PROBLEM = Of the lines listed below, return exactly those that run from the line containing "bone 'Hand.R', root" through the line containing "bone 'FingerRingStart.R', root", both included.

DATA IN THIS EXERCISE =

────────

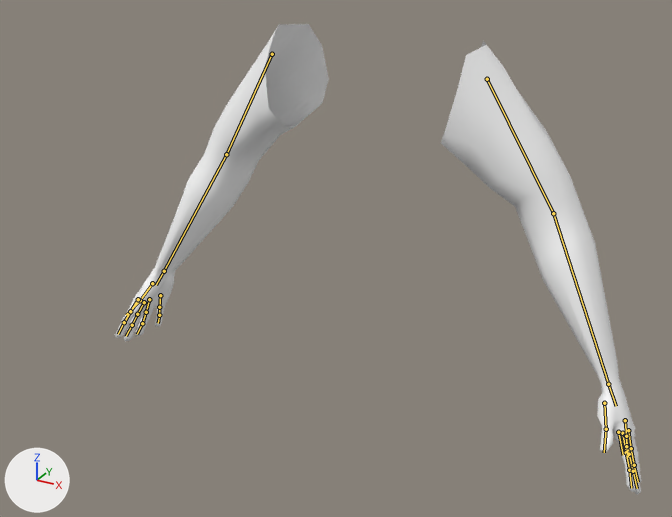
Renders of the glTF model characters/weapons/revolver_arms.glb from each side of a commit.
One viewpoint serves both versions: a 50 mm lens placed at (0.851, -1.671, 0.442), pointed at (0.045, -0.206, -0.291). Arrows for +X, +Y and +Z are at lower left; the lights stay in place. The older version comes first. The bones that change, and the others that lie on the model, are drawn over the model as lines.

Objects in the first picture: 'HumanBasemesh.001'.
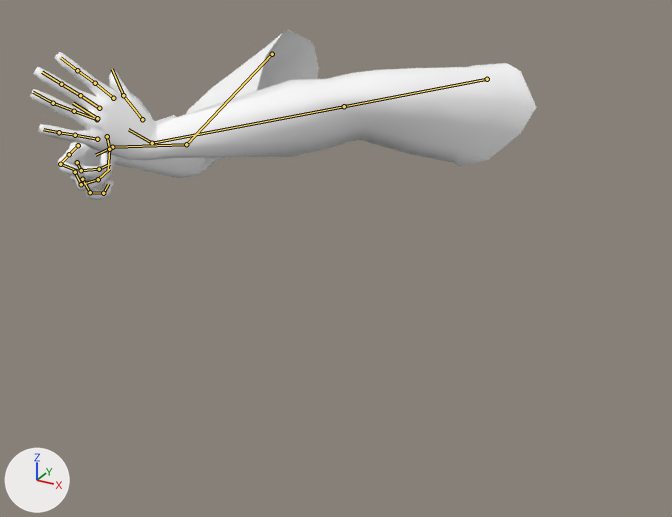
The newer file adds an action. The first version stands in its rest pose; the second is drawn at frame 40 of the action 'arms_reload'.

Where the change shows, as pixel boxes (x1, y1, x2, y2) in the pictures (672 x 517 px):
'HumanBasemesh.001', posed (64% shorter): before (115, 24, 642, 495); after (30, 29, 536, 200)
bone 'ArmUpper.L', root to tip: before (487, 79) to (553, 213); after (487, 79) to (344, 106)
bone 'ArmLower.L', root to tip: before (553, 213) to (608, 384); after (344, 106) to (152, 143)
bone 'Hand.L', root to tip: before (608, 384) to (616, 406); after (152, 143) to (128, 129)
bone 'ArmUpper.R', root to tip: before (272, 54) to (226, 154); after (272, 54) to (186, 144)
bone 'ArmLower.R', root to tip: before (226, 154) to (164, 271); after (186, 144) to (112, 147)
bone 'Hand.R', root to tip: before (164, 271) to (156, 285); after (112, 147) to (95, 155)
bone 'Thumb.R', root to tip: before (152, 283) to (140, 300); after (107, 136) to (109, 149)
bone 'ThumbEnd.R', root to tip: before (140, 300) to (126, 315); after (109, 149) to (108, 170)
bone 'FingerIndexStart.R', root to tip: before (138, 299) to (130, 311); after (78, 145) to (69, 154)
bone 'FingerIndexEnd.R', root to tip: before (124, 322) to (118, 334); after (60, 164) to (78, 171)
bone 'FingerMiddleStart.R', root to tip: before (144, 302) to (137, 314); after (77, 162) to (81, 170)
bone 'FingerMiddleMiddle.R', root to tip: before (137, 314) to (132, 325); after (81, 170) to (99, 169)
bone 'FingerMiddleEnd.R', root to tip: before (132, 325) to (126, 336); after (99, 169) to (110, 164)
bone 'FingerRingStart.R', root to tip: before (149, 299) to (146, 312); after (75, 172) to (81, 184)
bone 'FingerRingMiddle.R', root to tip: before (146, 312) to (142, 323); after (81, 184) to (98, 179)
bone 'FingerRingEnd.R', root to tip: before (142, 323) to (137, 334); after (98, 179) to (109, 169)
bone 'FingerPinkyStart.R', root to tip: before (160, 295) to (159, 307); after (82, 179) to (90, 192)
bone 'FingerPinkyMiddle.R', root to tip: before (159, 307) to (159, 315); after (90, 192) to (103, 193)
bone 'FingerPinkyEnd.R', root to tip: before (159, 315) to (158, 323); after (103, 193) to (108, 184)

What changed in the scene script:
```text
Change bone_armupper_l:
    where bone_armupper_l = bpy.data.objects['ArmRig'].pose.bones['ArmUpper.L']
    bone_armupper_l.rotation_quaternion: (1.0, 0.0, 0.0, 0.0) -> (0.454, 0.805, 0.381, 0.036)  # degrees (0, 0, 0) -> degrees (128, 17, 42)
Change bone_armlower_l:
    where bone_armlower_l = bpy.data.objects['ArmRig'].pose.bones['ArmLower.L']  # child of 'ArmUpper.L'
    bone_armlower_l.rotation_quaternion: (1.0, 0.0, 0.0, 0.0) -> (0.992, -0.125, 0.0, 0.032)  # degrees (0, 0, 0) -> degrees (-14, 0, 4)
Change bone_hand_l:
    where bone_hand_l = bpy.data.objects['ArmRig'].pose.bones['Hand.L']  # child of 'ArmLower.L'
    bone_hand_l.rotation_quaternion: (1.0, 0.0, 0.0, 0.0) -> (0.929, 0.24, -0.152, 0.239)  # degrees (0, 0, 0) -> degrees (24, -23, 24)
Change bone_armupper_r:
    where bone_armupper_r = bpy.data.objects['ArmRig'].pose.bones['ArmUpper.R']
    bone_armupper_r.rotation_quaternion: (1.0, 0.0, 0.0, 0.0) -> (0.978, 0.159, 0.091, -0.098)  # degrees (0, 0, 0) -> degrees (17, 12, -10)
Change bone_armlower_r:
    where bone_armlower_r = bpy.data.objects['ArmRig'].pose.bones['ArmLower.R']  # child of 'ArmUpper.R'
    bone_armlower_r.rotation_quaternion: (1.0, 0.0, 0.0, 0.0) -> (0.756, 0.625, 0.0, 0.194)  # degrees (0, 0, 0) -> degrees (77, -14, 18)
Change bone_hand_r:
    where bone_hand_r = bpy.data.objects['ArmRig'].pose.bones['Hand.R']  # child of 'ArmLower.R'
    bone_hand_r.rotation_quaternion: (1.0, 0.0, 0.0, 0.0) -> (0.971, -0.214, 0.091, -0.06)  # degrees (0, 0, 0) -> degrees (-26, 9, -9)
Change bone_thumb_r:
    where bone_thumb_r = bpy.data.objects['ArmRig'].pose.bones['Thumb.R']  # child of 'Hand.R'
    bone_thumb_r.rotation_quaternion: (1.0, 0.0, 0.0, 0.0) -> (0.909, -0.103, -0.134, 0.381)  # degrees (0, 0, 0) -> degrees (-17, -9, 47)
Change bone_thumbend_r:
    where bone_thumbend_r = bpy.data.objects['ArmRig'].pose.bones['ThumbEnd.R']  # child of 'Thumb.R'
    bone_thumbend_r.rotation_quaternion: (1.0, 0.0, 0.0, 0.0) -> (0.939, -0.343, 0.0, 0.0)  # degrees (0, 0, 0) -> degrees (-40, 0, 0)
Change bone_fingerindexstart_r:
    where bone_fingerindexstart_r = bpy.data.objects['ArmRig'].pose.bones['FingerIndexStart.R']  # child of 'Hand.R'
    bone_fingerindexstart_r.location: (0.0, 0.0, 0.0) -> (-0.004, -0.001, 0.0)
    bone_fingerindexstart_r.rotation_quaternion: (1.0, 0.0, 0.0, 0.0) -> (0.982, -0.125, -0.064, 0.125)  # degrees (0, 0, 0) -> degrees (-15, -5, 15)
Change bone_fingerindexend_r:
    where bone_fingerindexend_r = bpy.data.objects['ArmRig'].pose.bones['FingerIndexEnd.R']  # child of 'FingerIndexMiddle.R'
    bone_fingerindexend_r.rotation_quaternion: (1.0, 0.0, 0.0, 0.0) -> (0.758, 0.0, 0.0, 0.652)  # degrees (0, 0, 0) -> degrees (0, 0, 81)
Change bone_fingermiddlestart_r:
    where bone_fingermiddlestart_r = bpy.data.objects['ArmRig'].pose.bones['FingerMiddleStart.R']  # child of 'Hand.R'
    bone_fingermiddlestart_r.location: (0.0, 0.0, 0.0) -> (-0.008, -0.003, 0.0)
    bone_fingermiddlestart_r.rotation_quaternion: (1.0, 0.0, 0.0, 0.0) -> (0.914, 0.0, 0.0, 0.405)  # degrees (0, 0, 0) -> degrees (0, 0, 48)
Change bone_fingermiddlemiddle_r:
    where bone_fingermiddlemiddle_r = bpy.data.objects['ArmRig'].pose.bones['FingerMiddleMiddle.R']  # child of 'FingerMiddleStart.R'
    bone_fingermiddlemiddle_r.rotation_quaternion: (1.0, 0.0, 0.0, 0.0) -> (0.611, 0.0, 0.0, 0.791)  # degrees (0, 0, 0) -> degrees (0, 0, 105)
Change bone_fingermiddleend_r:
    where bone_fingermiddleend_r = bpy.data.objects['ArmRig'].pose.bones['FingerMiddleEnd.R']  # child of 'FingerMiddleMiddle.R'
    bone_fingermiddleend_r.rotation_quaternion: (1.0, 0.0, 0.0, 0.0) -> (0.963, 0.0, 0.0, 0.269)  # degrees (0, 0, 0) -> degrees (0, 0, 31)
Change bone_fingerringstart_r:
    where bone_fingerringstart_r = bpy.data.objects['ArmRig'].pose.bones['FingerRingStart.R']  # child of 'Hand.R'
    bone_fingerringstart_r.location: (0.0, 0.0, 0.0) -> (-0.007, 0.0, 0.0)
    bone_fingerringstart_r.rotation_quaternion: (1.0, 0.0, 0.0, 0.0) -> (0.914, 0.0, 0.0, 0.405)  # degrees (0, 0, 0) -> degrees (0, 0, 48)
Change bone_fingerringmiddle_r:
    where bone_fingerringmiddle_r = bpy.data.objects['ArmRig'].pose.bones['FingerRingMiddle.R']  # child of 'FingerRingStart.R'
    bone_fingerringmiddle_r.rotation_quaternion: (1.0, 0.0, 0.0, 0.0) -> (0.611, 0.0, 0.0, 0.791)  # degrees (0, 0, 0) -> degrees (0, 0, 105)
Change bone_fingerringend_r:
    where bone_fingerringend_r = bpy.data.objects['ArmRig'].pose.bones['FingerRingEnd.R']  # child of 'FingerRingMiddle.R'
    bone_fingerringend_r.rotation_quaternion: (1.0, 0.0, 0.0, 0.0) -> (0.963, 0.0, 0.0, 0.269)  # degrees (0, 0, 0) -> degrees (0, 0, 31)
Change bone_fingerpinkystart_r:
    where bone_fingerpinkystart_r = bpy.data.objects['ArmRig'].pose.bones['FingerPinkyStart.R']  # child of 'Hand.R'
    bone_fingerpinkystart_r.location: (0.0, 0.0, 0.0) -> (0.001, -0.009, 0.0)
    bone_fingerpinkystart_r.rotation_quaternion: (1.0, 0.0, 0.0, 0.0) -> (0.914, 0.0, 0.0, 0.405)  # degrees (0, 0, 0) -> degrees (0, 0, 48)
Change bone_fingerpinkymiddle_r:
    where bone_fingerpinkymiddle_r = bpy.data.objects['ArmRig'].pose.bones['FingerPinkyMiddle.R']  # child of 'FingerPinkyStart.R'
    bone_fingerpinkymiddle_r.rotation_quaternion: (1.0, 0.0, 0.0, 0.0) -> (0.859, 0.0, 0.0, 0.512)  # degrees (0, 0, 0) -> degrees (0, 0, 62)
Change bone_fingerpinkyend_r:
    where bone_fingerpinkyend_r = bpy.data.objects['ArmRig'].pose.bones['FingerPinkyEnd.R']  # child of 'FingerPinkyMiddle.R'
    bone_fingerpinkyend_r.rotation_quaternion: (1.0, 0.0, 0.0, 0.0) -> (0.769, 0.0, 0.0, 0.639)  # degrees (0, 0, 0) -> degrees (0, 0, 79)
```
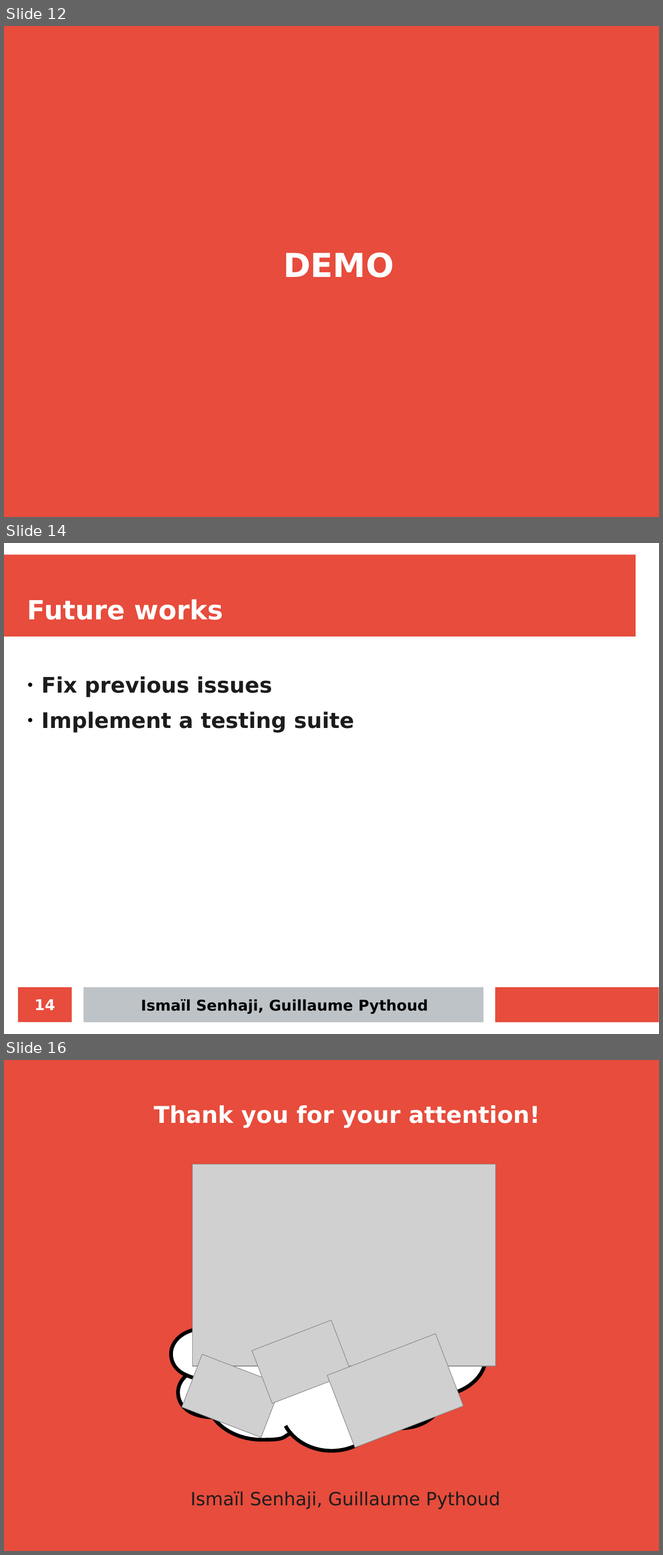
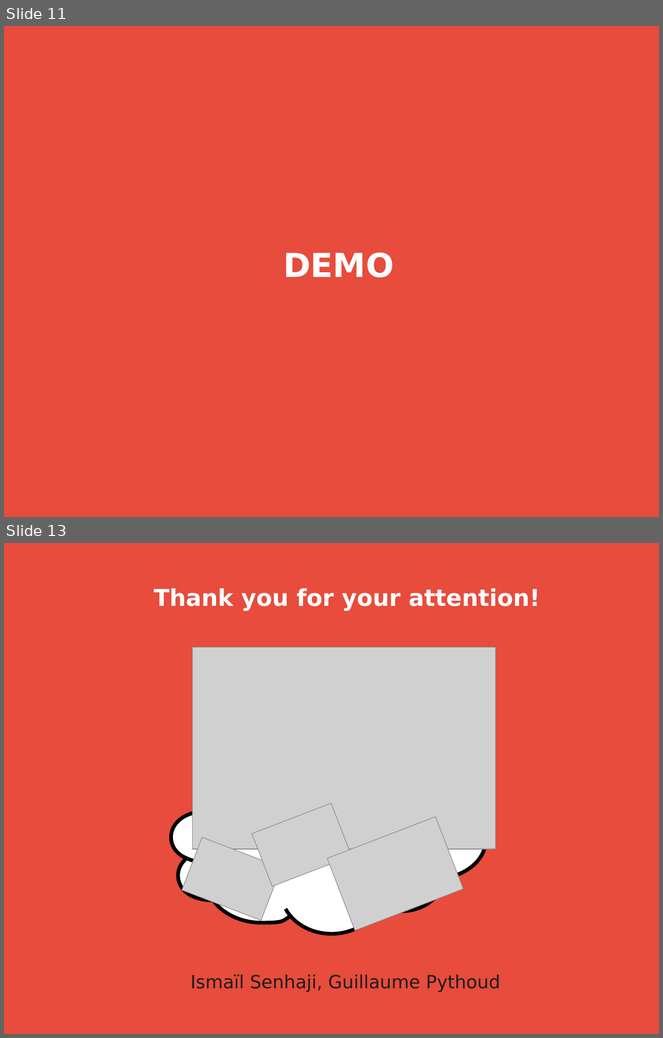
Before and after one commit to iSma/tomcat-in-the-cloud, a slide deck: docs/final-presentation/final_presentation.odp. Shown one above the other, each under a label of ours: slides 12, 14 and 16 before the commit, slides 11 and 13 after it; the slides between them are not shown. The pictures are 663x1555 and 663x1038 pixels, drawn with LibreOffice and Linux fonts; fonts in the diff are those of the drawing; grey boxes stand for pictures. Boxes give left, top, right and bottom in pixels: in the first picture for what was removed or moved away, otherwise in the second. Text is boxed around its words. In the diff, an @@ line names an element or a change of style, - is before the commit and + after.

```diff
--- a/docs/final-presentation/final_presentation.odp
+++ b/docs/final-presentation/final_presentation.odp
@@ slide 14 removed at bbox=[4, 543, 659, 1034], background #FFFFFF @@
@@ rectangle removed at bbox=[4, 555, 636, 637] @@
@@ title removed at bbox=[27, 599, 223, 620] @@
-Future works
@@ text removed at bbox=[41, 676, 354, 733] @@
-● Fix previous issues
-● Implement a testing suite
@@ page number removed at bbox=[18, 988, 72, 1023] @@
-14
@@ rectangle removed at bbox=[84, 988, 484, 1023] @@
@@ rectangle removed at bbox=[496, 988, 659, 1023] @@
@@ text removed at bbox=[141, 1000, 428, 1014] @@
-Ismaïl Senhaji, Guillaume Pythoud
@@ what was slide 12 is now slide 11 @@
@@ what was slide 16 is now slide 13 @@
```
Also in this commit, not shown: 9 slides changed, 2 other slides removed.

────────

SOLVED PROBLEM =
bone 'Hand.R', root to tip: before (164, 271) to (156, 285); after (112, 147) to (95, 155)
bone 'Thumb.R', root to tip: before (152, 283) to (140, 300); after (107, 136) to (109, 149)
bone 'ThumbEnd.R', root to tip: before (140, 300) to (126, 315); after (109, 149) to (108, 170)
bone 'FingerIndexStart.R', root to tip: before (138, 299) to (130, 311); after (78, 145) to (69, 154)
bone 'FingerIndexEnd.R', root to tip: before (124, 322) to (118, 334); after (60, 164) to (78, 171)
bone 'FingerMiddleStart.R', root to tip: before (144, 302) to (137, 314); after (77, 162) to (81, 170)
bone 'FingerMiddleMiddle.R', root to tip: before (137, 314) to (132, 325); after (81, 170) to (99, 169)
bone 'FingerMiddleEnd.R', root to tip: before (132, 325) to (126, 336); after (99, 169) to (110, 164)
bone 'FingerRingStart.R', root to tip: before (149, 299) to (146, 312); after (75, 172) to (81, 184)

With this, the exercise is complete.